As if there aren’t enough challenges in securing your IT environment these days, now you hear Jerry in Accounting saying “Hey, Alexa!” as you walk by his office. The Internet of Things (IoT) is quickly coming to your business. Just like the BYOD (Bring Your Own Device ) onslaught with a mobile phone in every pocket, these IoT devices are popping up on networks and if you have not already seen this, you are likely to sooner than later.
What is meant by Internet of Things?
Let’s back up a minute to make sure that IoT devices can be defined. Typically, these are non-traditional appliances that are becoming internet connected. That Nest thermostat, the camera system at your shipping room door, Amazon Alexa and Google Mini, even your coffee maker, are all examples of devices that are showing up in your offices.
Similar to BYOD, there is a likelihood that your IT security is not fully prepared to accommodate these devices. Should you ban them outright? That is a strategy that was quickly overwhelmed in the era of BYOD and the mobile workforce. Many employees expect the same creature comforts they enjoy in their connected homes. Beyond comfort, there may even be a business use case where you need these IoT devices in your work environment. Also, the simple fact is that the next refrigerator you purchase for the break room will only be available with Internet capabilities built-in.

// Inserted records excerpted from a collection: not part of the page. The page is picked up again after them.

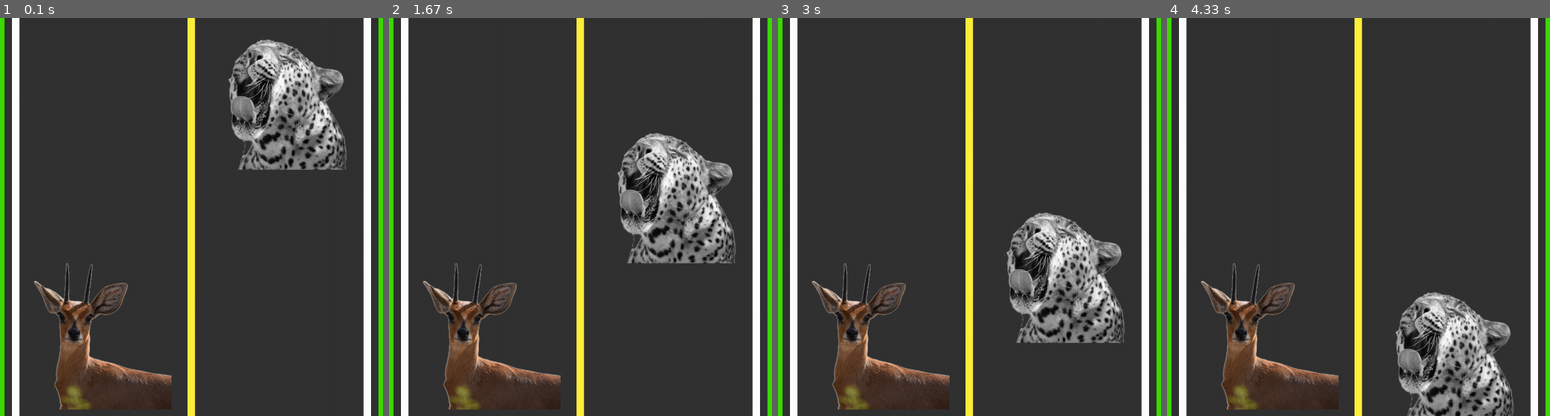
Above: before the commit, frames 1-4 (left to right).
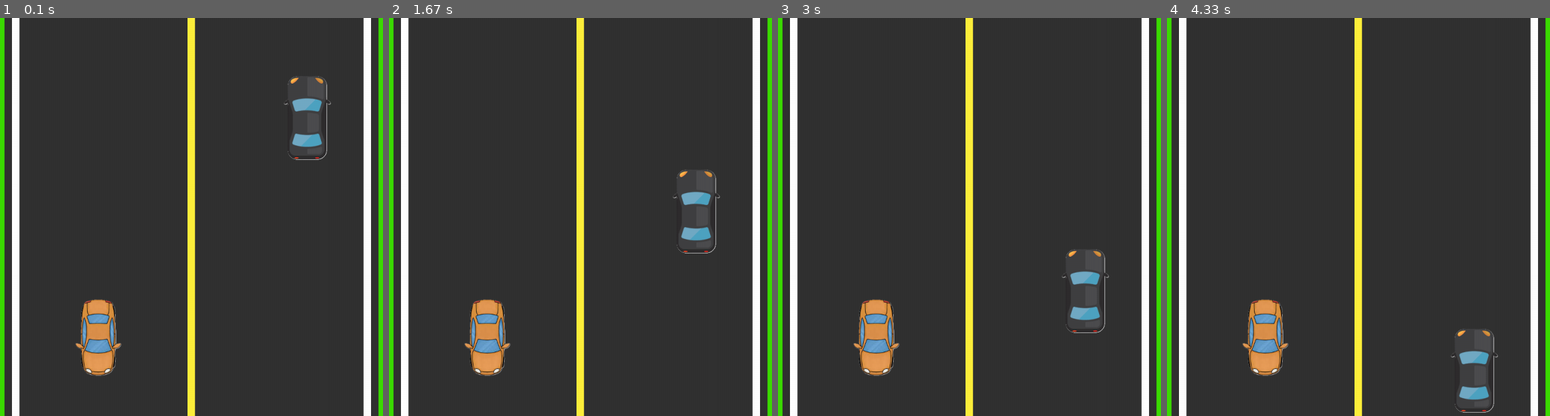
Above: after the commit, the same moments.

Repository: CaitlinHorton/PygameHackPack
Game: pygame game, started from CarGame/MiniGame.py
The game is run twice, just before and just after one commit, with the same random seed, the same clock (stepped at 60 frames per second) and the same inputs.
Inputs:
- Up to frame 1 (0.1 s): no input
- Up to frame 2 (1.67 s): hold Right 0.33-0.8 s; hold Right 0.83-1.3 s; hold Left from 1.33 s (still down)
- Up to frame 3 (3 s): release Left at 1.87 s
- Up to frame 4 (4.33 s): hold Left 3-3.47 s

The runs differ from the first frame. In frame 1, 11% of the frame differs, in the area x 8-91%, y 5-99%; in frame 2, 11%; in frame 3, 11%, in the area x 8-91%, y 48-99%; in frame 4, 11%.

Commit message:
Added in the crs to the mini game

Diff:
--- a/CarGame/MiniGame.py
+++ b/CarGame/MiniGame.py
@@ -17,12 +17,12 @@
 screen = pygame.display.set_mode((width, height)) # Set the size of the screen
 
 # Load the cars
-car = pygame.image.load("CarGame/buck32.png")
+car = pygame.image.load("CarGame/car1.1.png") # https://helloartsy.com/how-to-draw-a-car-from-the-top/
 car_loc = car.get_rect()
 car_loc.center = left_lane, height*0.8
 
 # Enemy
-car2 = pygame.image.load("CarGame/leopard_stat3.png")
+car2 = pygame.image.load("CarGame/car2.png") # https://pngtree.com/freepng/car-view-from-above-icon-object-web-design-above-vector_10530579.html
 car2_loc = car.get_rect()
 car2_loc.center = right_lane, height*0.2
 
Binary file removed: CarGame/buck32.png
Binary file added: CarGame/car1.1.png
Binary file added: CarGame/car2.png
Binary file removed: CarGame/leopard_stat3.png

What can be done to securely allow these IoT devices at work?
A simple question may be whether you really need this device at work, however, with competition for qualified employees growing, these devices are becoming recruiting and retention perks to keep the staff happy. The good news is if you get out in front of this with the administrative and technical controls you may already have in place, you can accept these devices into your business and control the security risks.
Scan for Default Credentials
IoT devices may be inherently insecure particularly if the default username and password has not been changed. There is a free scanning tool called IoTSeeker from Rapid7 that will scan for specific IoT devices looking for default credentials. An effective first step is to ensure any IoT device brought into the office has had the default credentials changed and the password is sufficiently complex and lengthy.
Automate Security Updates
The IoT device should support automated security updates for the firmware. Ensuring that these devices are patched regularly is another key component, just like any device on your network.
Speaking of being on your network, ideally all IoT devices should connect to their own VLAN and be isolated from your critical applications and data. You may already have a guest WIFI network that can be used, however having IoT further isolated is the best practice in reducing your risk.
Finally, regular vulnerability scanning of your network should include these IoT devices to ensure un-patched risks can be uncovered and remediated.
IoT devices are here to stay and once the genie is out of the bottle at work, it is very difficult to stop them. Be proactive and have a plan as to where security fits for addressing this new risk and you can be ahead of the curve before you go by Jerry’s office and ask Alexa to play “Funky town”.